あえて、すみれちゃんや赤ちゃんの話は避けて。


でもやっぱちょっとは気になる。

⏰:09/05/09 21:56 📱:SH901iC 🆔:JSeFKct6


#622 [ゆーちん]
そんな気持ちを感じ取ったのか、栄之助はソファーに寝転がりながら話し始めた。


「すみれちゃんへの未練はね、もうないよ。でも赤ちゃんへの未練…っていうか罪悪感があって。俺の子供じゃないけど可哀想な事したな、って」

⏰:09/05/09 21:56 📱:SH901iC 🆔:JSeFKct6


#623 [ゆーちん]
「うん」

相づちをうつ事しかできない私に、栄之助は話してくれる。


「昨日たくさん泣いて、ちょっと気持ちラクになったよ。ママと仁士のおかげ。助かった、ありがと」

「ううん。私なんも出来なかったけど」

「抱き締めてくれて嬉しかったよー」

⏰:09/05/09 21:57 📱:SH901iC 🆔:JSeFKct6


#624 [ゆーちん]
あ、いつものバカ猿スマイルだ。

久しぶりに見たよ、その笑顔。


「ねぇママ」

「ん?」

「ここらが潮時だと思うんだ。色々とけじめ付ける時が来たみたい」

「…何が?」

⏰:09/05/09 21:57 📱:SH901iC 🆔:JSeFKct6


#625 [ゆーちん]
体を起こし、ソファーに座り直した。


「はっきり言うね」

「…」


何となく、栄之助が今から言う事がわかる。


聞きたいようで聞きたくない。


「俺ママが好きだったよ。
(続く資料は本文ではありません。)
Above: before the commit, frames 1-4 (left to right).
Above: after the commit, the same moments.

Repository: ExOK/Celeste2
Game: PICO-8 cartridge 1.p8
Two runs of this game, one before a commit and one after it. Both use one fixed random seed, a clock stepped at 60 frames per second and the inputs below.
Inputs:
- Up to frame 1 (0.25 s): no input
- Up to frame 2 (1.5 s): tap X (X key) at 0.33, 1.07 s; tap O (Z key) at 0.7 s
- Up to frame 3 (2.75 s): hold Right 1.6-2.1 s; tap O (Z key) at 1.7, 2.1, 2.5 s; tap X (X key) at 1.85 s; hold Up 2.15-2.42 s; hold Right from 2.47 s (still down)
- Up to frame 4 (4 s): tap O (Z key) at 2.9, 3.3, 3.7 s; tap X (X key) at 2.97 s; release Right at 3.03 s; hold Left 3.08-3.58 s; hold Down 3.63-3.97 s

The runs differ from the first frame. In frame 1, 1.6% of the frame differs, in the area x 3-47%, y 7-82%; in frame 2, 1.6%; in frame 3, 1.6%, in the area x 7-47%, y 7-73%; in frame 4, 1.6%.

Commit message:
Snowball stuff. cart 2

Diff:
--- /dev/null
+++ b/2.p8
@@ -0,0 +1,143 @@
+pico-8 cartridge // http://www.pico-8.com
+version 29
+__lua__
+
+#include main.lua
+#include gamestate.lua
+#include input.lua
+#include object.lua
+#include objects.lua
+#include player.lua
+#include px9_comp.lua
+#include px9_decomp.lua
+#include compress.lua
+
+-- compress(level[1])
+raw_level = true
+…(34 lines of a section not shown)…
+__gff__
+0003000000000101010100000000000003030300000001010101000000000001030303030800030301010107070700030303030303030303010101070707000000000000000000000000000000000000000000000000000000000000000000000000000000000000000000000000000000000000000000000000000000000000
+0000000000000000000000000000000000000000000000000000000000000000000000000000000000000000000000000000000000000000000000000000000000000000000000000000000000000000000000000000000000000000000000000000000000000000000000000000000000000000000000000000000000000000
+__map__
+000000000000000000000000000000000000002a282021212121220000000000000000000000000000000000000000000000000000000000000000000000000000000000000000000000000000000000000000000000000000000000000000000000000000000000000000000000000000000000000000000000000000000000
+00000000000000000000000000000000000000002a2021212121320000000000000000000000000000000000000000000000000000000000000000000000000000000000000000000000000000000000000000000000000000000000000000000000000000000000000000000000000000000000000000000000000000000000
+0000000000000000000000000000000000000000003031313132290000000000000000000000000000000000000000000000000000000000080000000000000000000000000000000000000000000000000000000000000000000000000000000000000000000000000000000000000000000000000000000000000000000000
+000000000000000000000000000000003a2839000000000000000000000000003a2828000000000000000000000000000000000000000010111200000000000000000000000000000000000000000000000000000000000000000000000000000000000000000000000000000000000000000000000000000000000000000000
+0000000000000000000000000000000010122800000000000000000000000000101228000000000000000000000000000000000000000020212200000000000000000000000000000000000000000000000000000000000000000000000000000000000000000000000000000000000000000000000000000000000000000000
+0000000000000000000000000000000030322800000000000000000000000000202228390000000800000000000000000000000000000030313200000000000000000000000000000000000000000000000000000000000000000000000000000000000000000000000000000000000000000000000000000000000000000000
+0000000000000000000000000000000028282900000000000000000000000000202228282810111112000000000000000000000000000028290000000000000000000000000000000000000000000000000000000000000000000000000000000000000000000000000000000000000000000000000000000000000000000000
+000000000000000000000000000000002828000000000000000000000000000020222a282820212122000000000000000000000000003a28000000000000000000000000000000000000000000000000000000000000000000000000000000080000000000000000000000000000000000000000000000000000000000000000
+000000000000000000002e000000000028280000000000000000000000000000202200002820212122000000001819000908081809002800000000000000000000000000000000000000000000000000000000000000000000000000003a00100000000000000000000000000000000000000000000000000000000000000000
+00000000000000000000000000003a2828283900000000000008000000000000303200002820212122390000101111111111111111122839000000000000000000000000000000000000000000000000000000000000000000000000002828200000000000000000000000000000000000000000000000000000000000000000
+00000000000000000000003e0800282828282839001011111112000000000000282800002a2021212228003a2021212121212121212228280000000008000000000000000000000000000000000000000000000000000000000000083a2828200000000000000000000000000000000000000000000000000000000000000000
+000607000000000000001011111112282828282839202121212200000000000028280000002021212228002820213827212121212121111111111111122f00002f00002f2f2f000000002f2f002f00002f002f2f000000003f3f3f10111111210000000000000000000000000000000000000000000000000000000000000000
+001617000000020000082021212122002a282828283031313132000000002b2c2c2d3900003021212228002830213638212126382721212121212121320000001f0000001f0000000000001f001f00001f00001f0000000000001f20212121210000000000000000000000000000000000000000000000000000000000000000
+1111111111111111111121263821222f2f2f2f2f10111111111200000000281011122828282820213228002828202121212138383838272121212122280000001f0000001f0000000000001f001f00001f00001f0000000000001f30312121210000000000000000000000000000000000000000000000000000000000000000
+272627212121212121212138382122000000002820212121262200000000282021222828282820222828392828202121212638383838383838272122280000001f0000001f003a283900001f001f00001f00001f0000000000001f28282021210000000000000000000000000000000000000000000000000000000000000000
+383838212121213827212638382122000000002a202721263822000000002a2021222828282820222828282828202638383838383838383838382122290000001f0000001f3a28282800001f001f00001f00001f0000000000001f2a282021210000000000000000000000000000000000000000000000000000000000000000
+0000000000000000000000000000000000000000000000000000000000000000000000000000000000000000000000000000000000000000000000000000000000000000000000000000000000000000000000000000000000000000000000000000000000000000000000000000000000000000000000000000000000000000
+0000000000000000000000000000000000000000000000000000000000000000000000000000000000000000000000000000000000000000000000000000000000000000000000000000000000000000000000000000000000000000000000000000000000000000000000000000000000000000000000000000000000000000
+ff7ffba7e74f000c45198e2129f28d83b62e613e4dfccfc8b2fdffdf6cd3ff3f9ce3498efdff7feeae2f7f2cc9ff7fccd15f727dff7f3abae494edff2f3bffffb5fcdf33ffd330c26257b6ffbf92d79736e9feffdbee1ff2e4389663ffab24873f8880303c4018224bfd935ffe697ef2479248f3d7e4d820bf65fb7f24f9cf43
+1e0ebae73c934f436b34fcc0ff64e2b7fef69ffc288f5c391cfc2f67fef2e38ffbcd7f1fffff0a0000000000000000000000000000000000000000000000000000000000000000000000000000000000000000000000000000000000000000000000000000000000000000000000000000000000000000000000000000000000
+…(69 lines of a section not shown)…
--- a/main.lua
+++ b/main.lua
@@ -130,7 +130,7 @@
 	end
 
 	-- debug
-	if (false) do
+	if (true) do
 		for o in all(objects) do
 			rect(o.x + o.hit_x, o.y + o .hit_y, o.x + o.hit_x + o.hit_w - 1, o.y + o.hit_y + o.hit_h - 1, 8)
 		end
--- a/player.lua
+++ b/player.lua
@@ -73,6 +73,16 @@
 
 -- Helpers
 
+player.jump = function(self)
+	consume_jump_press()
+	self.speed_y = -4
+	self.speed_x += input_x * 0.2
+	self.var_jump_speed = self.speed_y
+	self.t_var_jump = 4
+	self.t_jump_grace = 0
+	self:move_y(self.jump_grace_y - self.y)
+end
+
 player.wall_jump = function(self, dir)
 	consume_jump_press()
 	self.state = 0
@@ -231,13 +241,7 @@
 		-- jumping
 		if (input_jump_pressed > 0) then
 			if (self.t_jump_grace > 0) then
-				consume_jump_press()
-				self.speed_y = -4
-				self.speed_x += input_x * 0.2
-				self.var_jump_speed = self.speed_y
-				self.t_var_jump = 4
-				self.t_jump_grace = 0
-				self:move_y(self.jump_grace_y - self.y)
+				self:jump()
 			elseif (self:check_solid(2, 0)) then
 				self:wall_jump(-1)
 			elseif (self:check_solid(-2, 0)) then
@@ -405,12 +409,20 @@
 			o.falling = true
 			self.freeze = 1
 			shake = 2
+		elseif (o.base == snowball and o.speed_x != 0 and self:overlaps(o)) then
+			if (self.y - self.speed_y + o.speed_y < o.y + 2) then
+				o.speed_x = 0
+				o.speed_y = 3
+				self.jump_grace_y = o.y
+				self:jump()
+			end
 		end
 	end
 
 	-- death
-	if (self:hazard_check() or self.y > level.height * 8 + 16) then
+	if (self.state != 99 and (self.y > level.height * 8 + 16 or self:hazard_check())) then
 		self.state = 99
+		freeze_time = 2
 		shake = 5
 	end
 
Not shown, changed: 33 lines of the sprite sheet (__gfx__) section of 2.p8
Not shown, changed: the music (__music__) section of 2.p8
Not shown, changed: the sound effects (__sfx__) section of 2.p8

女として」

⏰:09/05/09 21:58 📱:SH901iC 🆔:JSeFKct6


#626 [ゆーちん]
ほらね、こういう話はあんまり聞きたくないもんだよ。


「だからキスしたし、それ以上もした。甘え知らずだったから、その反動でママが欲しいだなんてただの口実」


…私と仁士の予想またまたビンゴ。